Egyptian Mamluk Sultan

Al-Mansur Ala' ad-Din Ali ibn Sha'ban ibn Husayn ibn Muhammad ibn Qalawun (1368 – 19 May 1381), better known as al-Mansur Ali II, was the Mamluk sultan reigning in 1377–1381. He was installed to the throne while a child by the senior Mamluk emirs after they had rebelled against and killed al-Mansur Ali's father, Sultan al-Ashraf Sha'ban (r. 1361–1377).
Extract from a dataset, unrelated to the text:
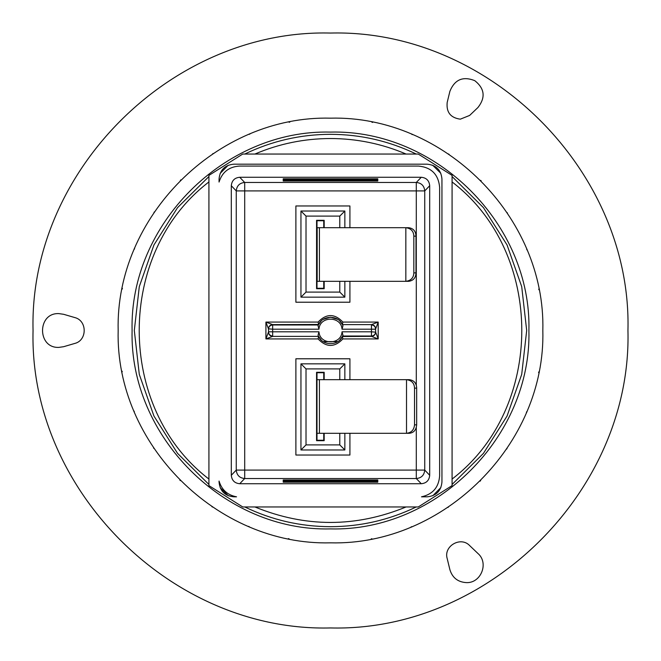 <?xml version="1.0" encoding="UTF-8"?>
<svg xmlns="http://www.w3.org/2000/svg" width="661" height="661" viewBox="0 0 661 661"><rect width="100%" height="100%" fill="white"/><g stroke="black" fill="none" stroke-linecap="round" stroke-linejoin="round"><path stroke-width="0.99" d="M254.906 154.046C279.049 143.759 304.25 138.587 330.5 138.529C356.75 138.587 381.951 143.759 406.094 154.046M242.727 154.046L208.926 175.388L208.926 485.612L242.727 506.954L418.273 506.954L452.074 485.612L452.074 175.388L418.273 154.046L242.727 154.046M330.5 528.907C224.484 531.642 129.358 436.516 132.093 330.5C129.358 224.484 224.484 129.358 330.5 132.093C436.516 129.358 531.642 224.484 528.907 330.5C531.642 436.516 436.516 531.642 330.5 528.907M330.5 118.162C217.039 115.229 115.229 217.039 118.162 330.5C115.229 443.961 217.039 545.771 330.5 542.838C443.961 545.771 545.771 443.961 542.838 330.5C545.771 217.039 443.961 115.229 330.5 118.162M289.824 122.095L289.072 122.244M249.916 134.043L249.238 134.323M213.164 153.526L212.545 153.939M180.833 179.875L180.354 180.354M154.368 211.9L153.955 212.512M134.604 248.561L134.323 249.238M122.392 288.328L122.244 289.072M118.162 329.756L118.162 330.492M122.095 371.176L122.227 371.846M134.034 411.051L134.307 411.72M153.575 447.91L153.939 448.455M179.866 480.159L180.337 480.63M211.9 506.632L212.528 507.053M248.536 526.379L249.238 526.677M288.386 538.624L289.072 538.756M63.63 314.297L58.879 313.611C37.099 312.579 37.099 348.421 58.879 347.389L63.63 346.703L74.685 343.464C87.351 340.514 87.351 320.486 74.685 317.536L63.63 314.297M447.183 102.472C446.208 112.246 450.579 117.815 460.312 119.17L469.632 115.435L477.969 107.487C485.752 97.481 484.678 88.533 474.755 80.65C462.956 75.99 454.677 79.535 449.901 91.284L447.183 102.472M449.901 569.716C452.413 577.78 457.883 582.077 466.311 582.614C480.952 583.407 489.107 563.048 477.969 553.513L469.632 545.565C460.75 536.071 443.399 546.085 447.183 558.528L449.901 569.716M330.5 33.05C489.446 28.952 632.048 171.554 627.95 330.5C632.048 489.446 489.446 632.048 330.5 627.95C171.554 632.048 28.952 489.446 33.05 330.5C28.952 171.554 171.554 28.952 330.5 33.05M316.991 372.292L316.991 372.713L323.75 372.713L323.75 372.292M323.75 440.68L323.75 440.259L316.991 440.259L316.991 440.68M316.569 372.713L316.991 372.713L316.991 440.259L316.569 440.259M324.171 379.678L324.171 372.292L316.569 372.292L316.569 440.68L324.171 440.68L324.171 433.294M323.75 440.259L323.75 433.294M323.75 372.713L323.75 379.678M339.787 433.294L339.787 444.903L306.018 444.903L306.018 368.912L339.787 368.912L339.787 379.678M316.991 379.678L406.515 379.678C411.663 380.364 414.331 383.182 414.53 388.123L416.67 388.123L416.67 424.849C416.207 429.939 413.769 432.757 409.374 433.294L316.991 433.294M306.018 444.903L300.953 449.967L344.852 449.967L339.787 444.903M344.852 449.967L344.852 433.294M344.852 379.678L344.852 363.847L339.787 368.912M344.852 363.847L300.953 363.847L306.018 368.912M300.953 363.847L300.953 449.967M416.67 388.123C416.488 383.182 414.059 380.364 409.374 379.678L406.515 379.678L406.515 433.294C411.349 432.757 414.017 429.939 414.53 424.849L414.53 388.123M316.991 220.32L316.991 220.741L323.75 220.741L323.75 220.32M323.75 288.708L323.75 288.287L316.991 288.287L316.991 227.706L408.696 227.706C413.381 228.392 415.81 231.21 415.984 236.151L415.984 272.877C415.81 277.818 413.381 280.636 408.696 281.322L405.837 281.322L405.837 227.706C410.977 228.392 413.646 231.21 413.836 236.151L413.836 272.877C413.646 277.818 410.977 280.636 405.837 281.322L316.991 281.322M349.917 379.678L349.917 358.783L295.888 358.783L295.888 455.032L349.917 455.032L349.917 433.294M324.171 281.322L324.171 288.708L316.569 288.708L316.569 220.32L324.171 220.32L324.171 227.706M316.991 288.708L316.991 288.287M323.75 227.706L323.75 220.741L324.171 220.741M324.171 288.287L323.75 288.287L323.75 281.322M339.787 227.706L339.787 216.097L306.018 216.097L306.018 292.088L339.787 292.088L339.787 281.322M316.991 220.741L316.991 227.706M339.771 340.027L342.348 336.532L342.902 338.919C334.631 347.579 326.369 347.579 318.098 338.919L265.912 338.919L272.663 336.383L271.134 336.094M321.229 320.973L318.652 324.468L318.098 322.081C326.369 313.421 334.631 313.421 342.902 322.081L378.199 322.081L371.449 324.617L372.978 324.906M339.787 292.088L344.852 297.153L344.852 281.322M344.852 227.706L344.852 211.033L339.787 216.097M306.018 292.088L300.953 297.153L344.852 297.153M306.018 216.097L300.953 211.033L300.953 297.153M344.852 211.033L300.953 211.033M317.173 281.322L317.173 227.706M375.398 327.369L375.671 331.805C375.415 334.367 374.01 335.78 371.449 336.028L342.596 336.028L342.943 335.185C339.39 346.455 321.61 346.455 318.057 335.185L318.577 336.383L272.663 336.383L318.577 336.383L318.098 338.919M318.652 336.532L321.229 340.027M323.221 341.63L337.779 341.63M342.348 336.532L371.449 336.383L378.199 338.919L375.671 332.161L375.398 333.631M371.449 324.617L342.423 324.617L371.449 324.617C374.01 324.865 375.415 326.278 375.671 328.839L378.199 322.081L378.199 338.919L342.902 338.919M268.713 333.631L268.449 329.195C268.697 326.633 270.101 325.22 272.663 324.972L318.404 324.972L318.057 325.815C321.61 314.545 339.39 314.545 342.943 325.815L342.348 324.468L342.902 322.081M342.348 324.468L339.771 320.973M337.779 319.37L330.55 317.206M330.45 317.206L323.221 319.37M318.652 324.468L272.663 324.617L265.912 322.081L268.449 328.839L268.713 327.369M272.663 336.383L272.663 336.383C270.101 336.135 268.697 334.722 268.449 332.161L265.912 338.919L265.912 322.081L318.098 322.081M349.917 281.322L349.917 302.217L295.888 302.217L295.888 205.968L349.917 205.968L349.917 227.706M269.919 335.367L269.481 334.929M374.63 334.937L374.2 335.358M372.969 336.094L371.449 336.383L371.449 331.805L342.034 331.805L342.943 335.185C339.39 346.455 321.61 346.455 318.057 335.185L318.966 331.805L272.663 331.805L272.663 336.028C270.101 335.78 268.697 334.367 268.449 331.805L272.663 331.805L272.663 329.195L318.966 329.195C319.734 315.834 341.266 315.834 342.034 329.195L371.449 329.195L371.449 331.805L375.671 332.161C375.415 334.722 374.01 336.135 371.449 336.383M374.192 325.633L374.63 326.071M269.481 326.063L269.911 325.642M271.142 324.906L272.663 324.617L272.663 329.195L268.449 328.839C268.697 326.278 270.101 324.865 272.663 324.617M416.298 385.479L416.298 190.913L424.742 190.913L429.7 185.716L429.7 475.284L424.742 470.087L416.298 470.087L416.298 478.531L421.264 483.728L239.736 483.728L244.702 478.531L244.702 470.087L236.258 470.087L231.3 475.284L231.3 185.716L236.258 190.913L236.258 470.087C236.778 475.226 239.596 478.043 244.702 478.531L416.298 478.531C421.404 478.043 424.222 475.226 424.742 470.087L424.742 190.913C424.222 185.774 421.404 182.957 416.298 182.469L244.702 182.469C239.596 182.957 236.778 185.774 236.258 190.913L244.702 190.913L244.702 470.087L416.298 470.087L416.298 427.493M377.778 181.023L377.778 178.8L283.222 178.8L283.222 181.023L377.778 181.023L283.222 181.023M239.736 177.272L421.264 177.272L416.298 182.469L416.298 190.913L244.702 190.913L244.702 182.469L239.736 177.272C234.638 177.759 231.821 180.569 231.3 185.716M283.222 482.2L377.778 482.2L377.778 479.977L283.222 479.977L283.222 482.2M342.034 331.805C341.266 345.166 319.734 345.166 318.966 331.805M371.449 324.972C374.01 325.22 375.415 326.633 375.671 329.195L371.449 329.195L371.449 324.972M318.966 329.195L318.057 325.815C321.61 314.545 339.39 314.545 342.943 325.815L342.034 329.195M233.829 496.824L236.547 496.824C227.533 495.106 221.699 489.851 219.055 481.059L219.055 482.051C219.931 491.024 224.856 495.948 233.829 496.824M439.623 475.928C438.747 487.38 432.707 494.345 421.495 496.824L427.171 496.824C436.144 495.948 441.069 491.024 441.945 482.051L441.945 178.949C441.069 169.976 436.144 165.052 427.171 164.176L233.829 164.176C224.856 165.052 219.931 169.976 219.055 178.949L219.055 182.048C222.236 172.058 229.061 166.729 239.53 166.076L418.52 166.076C431.336 167.324 438.375 174.364 439.623 187.179L439.623 475.928M429.7 185.716C429.179 180.569 426.362 177.759 421.264 177.272M421.264 483.728C426.362 483.241 429.179 480.431 429.7 475.284M231.3 475.284C231.821 480.431 234.638 483.241 239.736 483.728M377.778 179.866L283.222 179.652L283.222 180.089L377.778 179.891M377.778 180.114L283.222 180.428L377.778 180.114M377.778 180.445L283.222 180.536L377.778 180.445M377.778 180.56L283.222 180.759L377.778 180.56M377.778 180.784L283.222 180.866L377.778 180.784M377.778 481.332L377.778 480.58L283.222 480.58L283.222 481.332L377.778 481.348L283.222 481.332M283.222 479.977L377.778 479.977M377.778 480.217L283.222 480.134L377.778 480.217M377.778 480.332L283.222 480.44L377.778 480.332M377.778 480.555L283.222 480.464L377.778 480.555M220.179 487.702L228.342 495.767M228.177 165.3L220.113 173.463M440.821 173.298L432.658 165.233M432.823 495.7L440.887 487.537M208.926 479.06C115.972 408.077 115.972 252.923 208.926 181.94M406.102 506.954C355.701 527.602 305.299 527.602 254.898 506.954M452.074 181.94C545.028 252.923 545.028 408.077 452.074 479.06M371.209 538.897L371.928 538.756M411.051 526.966L411.737 526.685M447.885 507.441L448.455 507.061M480.126 481.158L480.646 480.646M506.648 449.067L507.053 448.472M526.396 412.423L526.677 411.762M538.616 372.63L538.756 371.928M542.838 331.26L542.838 330.5M538.889 289.749L538.756 289.072M526.957 249.916L526.701 249.304M507.441 213.115L507.078 212.561M481.183 180.891L480.646 180.354M449.1 154.368L448.497 153.963M412.431 134.604L411.762 134.323M372.639 122.384L371.928 122.244M283.222 179.668L377.778 179.668M377.778 180.205L283.222 180.205L377.778 180.222M377.778 180.313L283.222 180.313L377.778 180.337M283.222 180.866L377.778 180.866M283.222 180.668L377.778 180.668L283.222 180.651M377.778 480.018L283.222 480.018L377.778 479.993M244.76 154.046C271.845 140.983 300.425 134.406 330.5 134.315C360.575 134.406 389.155 140.983 416.24 154.046M208.926 484.472L177.561 453.372L153.947 416.05L139.289 374.382L134.315 330.5L139.289 286.618L153.947 244.95L177.561 207.628L208.926 176.528M416.24 506.954C389.155 520.017 360.575 526.594 330.5 526.685C300.425 526.594 271.845 520.017 244.76 506.954M319.428 433.294L319.428 379.678M416.67 424.849L414.53 424.849M319.428 281.322L319.428 227.706M413.836 236.151L415.984 236.151M413.836 272.877L415.984 272.877M452.074 176.528L483.439 207.628L507.053 244.95L521.711 286.618L526.685 330.5L521.711 374.382L507.053 416.05L483.439 453.372L452.074 484.472"/></g></svg>

Al-Mansur Ali was a figurehead, with real power being held by the senior emirs, most prominently Barquq. Al-Mansur Ali died about four years into his reign and was succeeded by his younger brother, as-Salih Hajji, although real power was still held by Barquq, who usurped the throne in 1382.

==Biography==
Al-Mansur Ali was born in Cairo in 1368. His father was Sultan al-Ashraf Sha'ban (r. 1363–1377) and his mother was Khawand bint Manklibugha, the daughter of a Mamluk emir. Al-Mansur Ali had seven brothers and half-brothers and six sisters and half-sisters. His brothers were Abu Bakr (d. 1400), Ahmad (d. before 1381), Ramadan (d. before 1381), Qasim (d. before 1381), Isma'il (d. 1395) and Hajji (d. 1412). His sisters that were named in the Mamluk-era sources were Khadija (d. 1422/23) and Fatima (d. 1432).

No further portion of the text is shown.